Election commercials begin with gimmicks, mudslinging and surprises

Ads feature kreplach, Sara Netanyahu and plenty of Trump

Samaria Regional Council campaign poster calling for sovereignty now, asking that Prime Minister Benjamin Netanyahu follow in he footsteps of former prime minister Menachem Begin who applied sovereignty to both east Jerusalem and the Golan Heights. (photo credit: ROI HADA)
Samaria Regional Council campaign poster calling for sovereignty now, asking that Prime Minister Benjamin Netanyahu follow in he footsteps of former prime minister Menachem Begin who applied sovereignty to both east Jerusalem and the Golan Heights.
(photo credit: ROI HADA)
The election commercials of the 29 parties running for Knesset began late Monday night, delivering their share of gimmicks, mudslinging and even surprises.
The ads began with a woman speaking with a Russian accent. But it was not a commercial for Yisrael Beytenu.
"I am voting for United Torah Judaism because of Liberman," she said.
UTJ was also the first of many parties to feature US President Donald Trump. 
"Torah came before Trump," UTJ's ad reminded voters.
Trump's speeches praising Prime Minister Benjamin Netanyahu were featured in the Likud's ads. The US president was the second most-featured politician in Likud ads, followed by Blue and White's Benny Gantz, Yair Lapid, Yael German and Ofer Shelah, but no one else in Likud.

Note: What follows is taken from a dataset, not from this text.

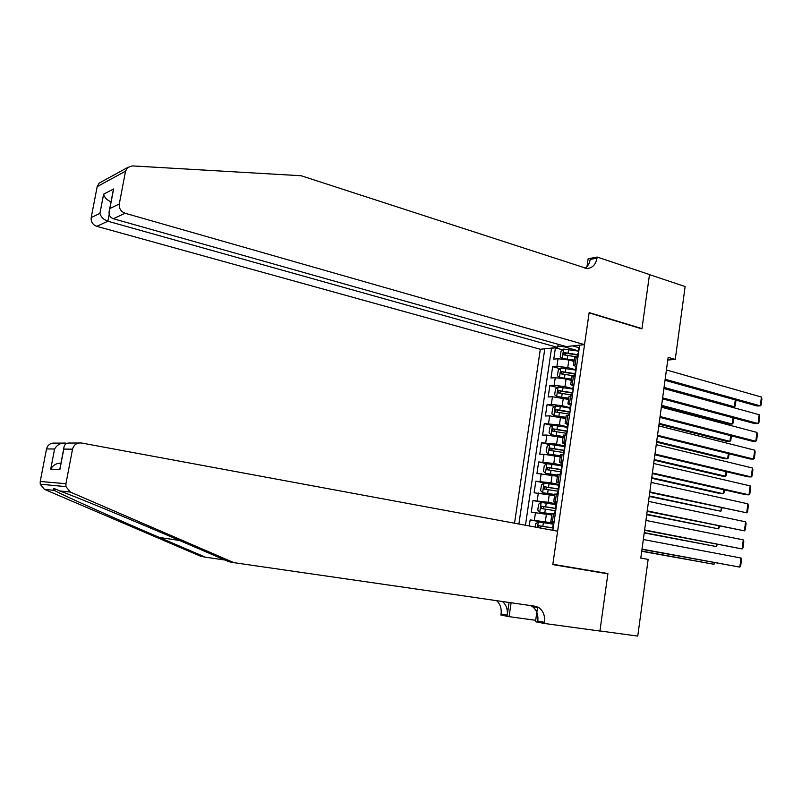 <?xml version="1.0" encoding="UTF-8"?>
<svg xmlns="http://www.w3.org/2000/svg" width="802" height="802" viewBox="0 0 802 802"><rect width="100%" height="100%" fill="white"/><g stroke="black" fill="none" stroke-linecap="round" stroke-linejoin="round"><path stroke-width="1.2" d="M558.152 344.299L557.691 347.446L540.327 349.261L514.523 523.225M574.082 361.421L568.859 359.978L558.032 358.735L553.761 359.126L555.425 347.827L562.683 349.862M575.565 369.702L567.756 367.577L556.919 366.313L552.658 366.674L560.047 368.669M552.658 366.674L550.984 378.013L555.255 377.712L566.092 378.995L571.325 380.379M568.568 399.416L552.458 396.749L548.197 396.97L549.871 385.592L557.41 387.546M565.801 418.514L549.661 415.867L545.4 415.997L547.084 404.579L554.773 406.494M563.014 437.681L546.844 435.045L542.603 435.095L544.287 423.626L552.127 425.501M560.227 456.919L544.027 454.293L539.786 454.253L541.47 442.744L549.48 444.579M557.43 476.228L536.959 473.481L538.653 461.932L546.844 463.726L544.287 465.561L543.445 471.345L545.5 473.34L557.591 475.075M554.613 495.606L534.122 492.779L535.826 481.19L544.809 483.065M551.796 515.044L531.275 512.147L532.979 500.518L544.317 502.774M554.092 521.891L550.834 521.701L553.992 522.573M556.979 501.982L553.701 501.892L556.849 502.864M559.846 482.142L556.568 482.142L559.686 483.225M562.703 462.373L559.425 462.473L562.523 463.666M565.56 442.684L562.262 442.874L565.34 444.168M568.397 423.065L565.099 423.346L568.157 424.749M571.224 403.516L567.916 403.887L570.954 405.401L570.342 405.792M668.146 357.341L640.798 558.092L648.146 559.405L637.75 636.106L599.936 630.943L607.926 573.53L552.839 564.297L589.119 312.88L641.941 328.91L649.49 274.635L685.129 286.555L675.254 359.416L668.146 357.341M552.879 530.322L579.676 345.151M544.799 348.8L518.874 524.027M553.32 523.345L545.3 521.831L546.443 514.012M556.137 503.897L548.147 502.303L549.28 494.513M558.944 484.518L550.974 482.854L552.107 475.085M561.741 465.21L553.801 463.466L554.924 455.726M564.528 445.972L556.608 444.148L557.731 436.438M567.305 426.804L559.405 424.9L560.528 417.22M570.062 407.697L562.202 405.722L563.315 398.073M572.818 388.669L564.979 386.614L566.092 378.995M555.425 347.827L551.535 348.228L525.46 525.25M545.3 521.831L530.132 519.917L529.25 525.952M532.979 500.518L548.147 502.303M535.826 481.19L550.974 482.854M538.653 461.932L553.801 463.466M541.47 442.744L556.608 444.148M544.287 423.626L559.405 424.9M547.084 404.579L551.335 404.388L562.202 405.722M549.871 385.592L554.132 385.321L564.979 386.614M576.849 364.639L573.53 365.191L576.217 366.815M577.971 356.89L574.593 357.862M575.174 376.268L571.796 377.12M573.59 386.073L570.733 384.509L574.042 384.038M572.357 395.717L568.999 396.449M569.53 415.235L566.182 415.847M566.693 434.824L563.365 435.316M563.846 454.493L560.528 454.844M560.989 474.223L557.681 474.463M558.122 494.032L554.824 494.142M555.245 513.922L551.966 513.892M572.728 345.883L578.874 347.637M564.227 346.013L564.117 346.805L557.891 346.103M578.302 350.805L564.117 346.805M667.785 360.028L675.254 359.416M530.132 519.917L549.009 523.475M607.926 573.53L599.726 572.468M579.335 347.497L578.713 347.988M666.432 369.973L761.419 397.04L760.296 405.862L756.998 405.972L665.018 380.308M665.159 379.256L760.296 405.862L761.118 405.03L761.9 398.875L761.419 397.04M578.773 351.386L578.222 351.376L578.683 352.018M577.851 353.933L578.503 353.211M578.262 351.086L563.666 349.07L561.029 351.196L560.207 356.86L562.282 358.524L574.272 360.098M562.282 358.524L564.157 359.045M564.327 359.065L574.202 360.549M663.916 388.379L731.244 406.865L734.391 406.754L664.056 387.406M577.741 354.685L564.207 352.629L563.826 354.895L577.38 356.95L577.891 353.682M565.199 354.965L566.402 353.241L577.681 355.136M736.005 400.118L735.244 405.942L734.391 406.754L735.284 399.917M584.528 344.649L125.162 213.262L113.303 218.725L566.172 346.564L584.528 344.649L589.159 312.59L641.981 328.63L649.5 274.545L597.169 257.051L588.137 258.785L586.994 266.615M641.269 328.71L641.981 328.63M540.327 349.261L96.801 226.334C92.691 224.76 90.826 221.853 91.197 217.593L97.182 186.635L99.107 183.167L127.558 167.538L132.34 165.904L301.141 175.738L586.944 268.54C592.367 268.149 595.726 264.67 597.019 258.104L597.169 257.051M91.197 217.593L99.919 213.362L103.618 194.174L113.613 188.961L109.864 208.54L119.297 203.959L125.543 171.187L97.182 186.635M557.691 347.446L107.859 221.232L96.801 226.334M99.107 183.167L101.543 181.833M127.558 167.538L125.543 171.187M119.297 203.959C118.907 208.47 120.861 211.568 125.162 213.262M585.039 268.319C587.826 266.374 589.53 263.417 590.182 259.417L597.019 258.104M99.919 213.362C100.922 217.031 103.568 219.658 107.859 221.232L109.182 214.334M103.618 194.174C104.481 197.523 106.947 200.069 111.027 201.823M113.613 188.961L112.711 193.021M109.864 208.54L109.643 209.071C108.23 213.964 109.453 217.182 113.303 218.725M233.893 562.663L535.064 606.222L539.014 607.756C543.325 611.014 545.139 615.866 544.468 622.322L544.307 623.455L599.926 631.044L607.886 573.831L552.799 564.608L557.621 531.205L81.513 443.005C76.862 442.614 73.874 444.669 72.531 449.17L65.944 483.706L65.944 486.624L70.315 492.057L233.893 562.663L228.75 561.671L181.282 541.21C135.277 521.31 76.17 496.849 59.699 490.944C55.719 488.889 53.614 488.278 53.373 489.09L54.275 490.373C63.719 495.586 114.526 518.282 159.347 537.44L205.422 557.189L224.921 560.017M66.877 443.356L65.383 443.075L65.092 444.609M205.422 557.189L200.751 556.287L44.391 489.34L40.23 484.218L40.23 481.471L65.944 483.706M72.531 449.17L63.789 449.09L59.849 469.661L50.706 469.14L54.586 449.01L46.516 448.93L40.23 481.471M535.676 620.297L509.07 616.638L500.889 615.054L501.049 613.981C501.701 608.317 500.197 603.876 496.538 600.648M544.307 623.455L535.465 621.75L537.611 606.974M509.09 602.462L507.215 615.164L501.049 613.981M511.125 602.763L509.07 616.638M46.516 448.93C47.789 444.689 50.646 442.754 55.077 443.125L62.466 443.095M530.322 605.54L532.348 606.573C536.638 609.811 538.453 614.633 537.781 621.039L544.468 622.322M502.353 601.49C506.252 604.708 507.877 609.259 507.215 615.164M63.789 449.09L63.759 448.619C64.06 444.498 66.295 442.654 70.446 443.055L78.656 443.015M59.849 469.661L60.371 466.313M50.706 469.14C53.022 465.15 56.441 463.155 60.972 463.155M54.586 449.01C57.153 444.719 60.752 442.744 65.383 443.075M576.548 366.735L575.936 367.186M663.896 388.549L759.173 414.694L758.05 423.536L754.752 423.596L662.492 398.825M662.632 397.862L758.05 423.536L758.882 422.674L759.664 416.489L759.173 414.694M575.986 370.644L575.435 370.604L575.906 371.206M575.064 373.151L575.716 372.469M573.751 386.043L573.139 386.454M661.359 407.185L756.928 432.398L755.805 441.27L752.497 441.28L659.966 417.411M660.086 416.529L755.805 441.27L756.637 440.378L757.419 434.173L756.928 432.398M573.189 389.972L572.638 389.902L573.119 390.454M572.277 392.439L572.919 391.807M658.813 425.892L754.672 450.163L753.539 459.065L750.241 459.025L657.419 436.067M569.54 415.145L569.039 415.256M657.53 435.275L753.539 459.065L754.381 458.132L755.173 451.907L754.672 450.163M570.382 409.371L569.841 409.271L570.322 409.782M555.265 406.113L553.881 415.576L551.866 413.792L552.708 408.068L555.335 406.063L560.307 406.514L559.776 410.153L569.47 411.787L570.112 411.205M568.137 424.88L567.535 425.2M656.257 444.669L752.406 467.987L751.273 476.929L747.975 476.829L654.873 454.784M566.723 434.634L566.092 434.834M654.973 454.072L751.273 476.929L752.116 475.957L752.908 469.711L752.406 467.987M567.565 428.829L567.024 428.719L567.515 429.18M566.663 431.225L567.295 430.684M575.515 370.043L560.899 367.998L558.262 370.083L557.43 375.767L559.505 377.491L571.515 379.095M559.505 377.491L571.455 379.496M661.49 406.243L729.008 424.088L732.156 424.027L661.61 405.341M574.994 373.652L561.44 371.587L561.079 373.862L574.663 375.927M562.463 373.943L563.636 372.178L574.934 374.063M733.7 417.942L733.018 423.185L732.156 424.027L732.968 417.752M572.768 389.06L558.122 387.005L555.495 389.04L554.653 394.744L556.728 396.529L568.748 398.153M556.728 396.529L568.698 398.524M659.043 424.158L726.762 441.371L729.92 441.361L659.154 423.346M572.237 392.679L558.663 390.614L558.312 392.9L571.906 394.975M559.706 392.99L560.859 391.186L572.187 393.06M731.384 435.837L730.782 440.478L729.92 441.361L730.652 435.646M553.881 415.576L565.971 417.281M553.931 415.626L565.931 417.611M656.597 442.143L724.517 458.714L727.665 458.754L656.698 441.401M560.307 406.514L570.001 408.148M559.776 410.153L555.866 409.712L555.535 412.007L569.139 414.083M556.949 412.118L558.082 410.263L569.43 412.128M558.082 410.263L555.876 409.712L558.082 410.263M729.058 453.792L728.537 457.842L727.665 458.754L728.336 453.611M567.225 427.306L552.538 425.2L549.911 427.165L549.069 432.91L551.134 434.794L563.194 436.478M551.134 434.794L563.144 436.769M654.141 460.178L722.261 476.107L725.409 476.198L654.231 459.526M566.864 430.985L553.049 428.88L552.738 431.175L566.362 433.26M554.182 431.306L555.255 429.401L566.653 431.265M726.732 471.797L726.281 475.245L725.409 476.198L726 471.626M565.31 444.408L564.718 444.669M653.69 463.506L750.141 485.872L748.998 494.844L745.7 494.694L652.317 473.561M563.896 454.193L563.365 454.483M652.397 472.949L748.998 494.844L749.85 493.832L750.642 487.566L750.141 485.872M564.738 448.368L564.197 448.228L564.698 448.639M563.836 450.724L564.468 450.223M564.448 446.534L549.731 444.408L547.104 446.323L546.262 452.087L548.317 454.032L560.397 455.736M548.317 454.032L560.357 455.997M651.675 478.283L719.995 493.561L723.143 493.701L651.755 477.711M564.428 450.283L550.222 448.107L549.921 450.423L563.575 452.508M551.415 450.564L552.428 448.609L564.107 450.503M724.396 489.872L724.026 492.719L723.143 493.701L723.665 489.711M562.473 464.007L561.881 464.218M651.114 482.413L747.865 503.816L746.722 512.819L649.75 492.408M561.049 473.832L560.488 473.892L560.909 474.223M649.821 491.887L746.722 512.819L747.574 511.766L748.376 505.481L747.865 503.816M561.901 467.987L561.36 467.807L561.871 468.178M560.999 470.293L561.631 469.842L547.385 467.406L547.104 469.731L560.778 471.827M545.5 473.34L557.56 475.295M649.199 496.448L720.878 511.255L649.269 495.957M545.44 473.29L546.914 463.676L561.651 465.832M561.661 469.601L547.445 467.416M548.638 469.892L549.671 467.897M722.051 508.007L720.878 511.255L721.319 507.846M559.626 483.666L559.044 483.847M648.527 501.38L745.579 521.821L744.426 530.854L647.174 511.325M558.202 493.531L557.631 493.571L558.152 493.882M647.234 510.894L744.426 530.854L745.289 529.771L746.091 523.465L745.579 521.821M559.044 487.666L558.523 487.466L559.034 487.786M558.162 489.942L558.773 489.531M558.844 485.2L544.077 483.025L541.46 484.859L540.618 490.664L542.663 492.719L554.784 494.483M542.663 492.719L554.753 494.664M646.713 514.663L718.592 528.879L646.773 514.262M558.854 488.979L544.538 486.784L544.277 489.11L557.971 491.215M545.861 489.29L546.743 487.235L558.834 489.17M719.695 526.202L718.592 528.879L718.963 526.052M556.768 503.415L556.187 503.536M645.931 520.418L743.284 539.886L742.131 548.949L644.587 530.312M555.335 513.31L554.773 513.32L555.295 513.591M644.638 529.962L742.131 548.949L743.003 547.826L743.805 541.5L743.284 539.886M556.187 507.425L555.666 507.195L556.177 507.476M555.305 509.651L555.916 509.29M556.037 504.638L541.24 502.433L538.623 504.227L537.771 510.052L539.816 512.167L551.956 513.952M539.816 512.167L551.936 514.102M644.227 532.949L716.306 546.553L644.267 532.638M556.047 508.428L541.671 506.222L541.43 508.568L555.154 510.673M543.084 508.769L543.886 506.653L556.017 508.578M717.339 544.458L716.306 546.553L716.597 544.317M553.901 523.225L553.33 523.295M643.334 539.525L740.978 558.022L739.825 567.104L641.991 549.36M642.031 549.109L739.825 567.104L740.697 565.941L741.509 559.596L740.978 558.022M552.438 529.44L553.049 529.13M641.73 551.305L714.021 564.287L641.76 551.064M535.285 527.064L535.786 523.666L538.393 521.922L553.21 524.147M551.565 530.082L552.327 530.202L552.448 529.37M553.22 527.947L538.804 525.731L537.931 527.556M540.307 528.307L541.019 526.152L553.2 528.067M714.973 562.773L714.021 564.287L714.231 562.643M567.756 367.577L568.859 359.978M556.919 366.313L558.032 358.735M534.353 520.267L535.495 512.458M537.21 500.779L538.353 492.999M540.057 481.36L541.19 473.611M542.894 462.012L544.027 454.293M545.721 442.734L546.844 435.045M548.538 423.526L549.661 415.867M551.335 404.388L552.458 396.749M554.132 385.321L555.255 377.712M575.114 364.78L576.237 357.05M572.307 384.148L573.43 376.399M569.49 403.596L570.623 395.807M566.663 423.105L567.796 415.296M563.826 442.694L564.959 434.844M560.979 462.343L562.122 454.473M558.122 482.072L559.265 474.172M555.255 501.872L556.398 493.942M552.377 521.751L553.53 513.791M563.595 349.121L562.232 358.484M567.766 355.286L567.245 358.885M568.628 349.411L568.097 353.01M566.402 353.241L564.207 352.629M159.347 537.44L179.628 540.498M70.315 492.057L59.699 490.944M54.275 490.373L44.391 489.34M560.829 368.058L559.455 377.451M564.999 374.273L564.478 377.892M565.861 368.379L565.34 371.988M563.636 372.178L561.44 371.587M558.052 387.055L556.668 396.479M562.222 393.331L561.701 396.95M563.084 387.416L562.563 391.035M560.859 391.186L558.663 390.614M559.445 412.449L558.914 416.088M552.468 425.25L551.074 434.744M556.648 431.636L556.117 435.296M557.51 425.682L556.979 429.331M555.285 429.401L553.069 428.88M549.661 444.458L548.267 453.982M553.841 450.904L553.3 454.564M554.713 444.92L554.172 448.589M552.488 448.619L550.262 448.107M551.024 470.233L550.483 473.912M551.896 464.228L551.355 467.907M544.017 483.065L542.613 492.669M548.197 489.631L547.656 493.32M549.069 483.606L548.538 487.295M546.854 487.245L544.618 486.784M541.18 502.483L539.766 512.117M545.36 509.1L544.819 512.809M546.242 503.054L545.701 506.764M544.017 506.674L541.771 506.222M538.332 521.962L537.52 527.485M543.395 522.573L542.854 526.292M541.17 526.162L538.924 525.741M573.53 365.191L574.643 357.481M570.733 384.509L571.846 376.77M567.916 403.887L569.039 396.128M565.099 423.346L566.222 415.556M562.262 442.874L563.395 435.055M559.425 462.473L560.558 454.624M556.568 482.142L557.711 474.273M553.701 501.892L554.854 493.982M550.834 521.701L551.987 513.771M578.753 347.727L578.222 351.376M109.643 209.071L113.393 189.493M53.373 489.09L56.852 489.661M532.348 606.573L539.014 607.756M65.944 486.624L40.23 484.218M59.819 469.17L63.759 448.619M575.966 366.945L575.435 370.604M575.104 372.92L574.613 376.308M573.179 386.233L572.638 389.902M572.307 392.228L571.796 395.747M570.372 405.591L569.841 409.271M569.5 411.606L568.969 415.256M567.555 425.02L567.024 428.719M566.683 431.055L566.152 434.754M555.255 429.401L553.049 428.88M564.738 444.519L564.197 448.228M563.856 450.574L563.325 454.293M552.428 448.609L550.222 448.107M561.901 464.087L561.36 467.807M561.019 470.162L560.488 473.892M549.591 467.887L547.385 467.406M559.064 483.726L558.523 487.466M558.172 489.832L557.631 493.571M546.743 487.235L544.538 486.784M556.207 503.435L555.666 507.195M555.315 509.571L554.773 513.32M543.886 506.653L541.671 506.222M553.34 523.225L552.799 526.994M541.019 526.142L538.804 525.731"/></g></svg>

Blue and White's ads presented former Likud figures who no longer support the party, like Limor Livnat, Dan Tichon and Dan Meridor as well as an infamous Netanyahu quote referencing former prime minister Ehud Olmert, saying that "a prime minister up to his neck in corruption investigations has no moral or public mandate to decide crucial issues for the State of Israel."
They also featured the proverbial red telephone ringing.
 
"Tell them you're too busy with your trial and will get back to them?" the Blue and White ads asked cynically.
Likud and Blue and White's attack ads on each other portrayed Netanyahu and Gantz as incapable of making decisions, Netanyahu due to his probes and Gantz, because he is secretly "hiding" left-wing views.
 
Yamina also made fun of Blue and White, for trying to woo religious Zionist voters with herring rogelach, kreplach and David Ben-Gurion wearing a crocheted kippa. The Yamina commercial went through the success of the religious Zionist sector in rising quickly from having no minister in the security cabinet to having a defense minister.
Yisrael Beytenu's commercial focused on matters of religion and state as well as health, asking the public whether they wanted their health minister to be a rabbi or a doctor.
Labor-Gesher-Tzomet's ads with leaders Amir Peretz, Nitzan Horowitz and Orly Levy-Abecassis were dizzying, using a camera that spun around between the list candidates.
Otzma Yehudit's commercial revealed that besides stopping territorial concessions, the reason its leader Itamar Ben-Gvir is in politics is "to stop the torturing of divorced fathers."
The smaller parties did their best to grab attention. The women's party Kol Hanashim did so by having the party's candidates talk about the need to listen to Sara.
At first it seemed that the women were talking about Sara Netanyahu. But they were really talking about Sara, Abraham's wife, the first matriarch of the Jewish people.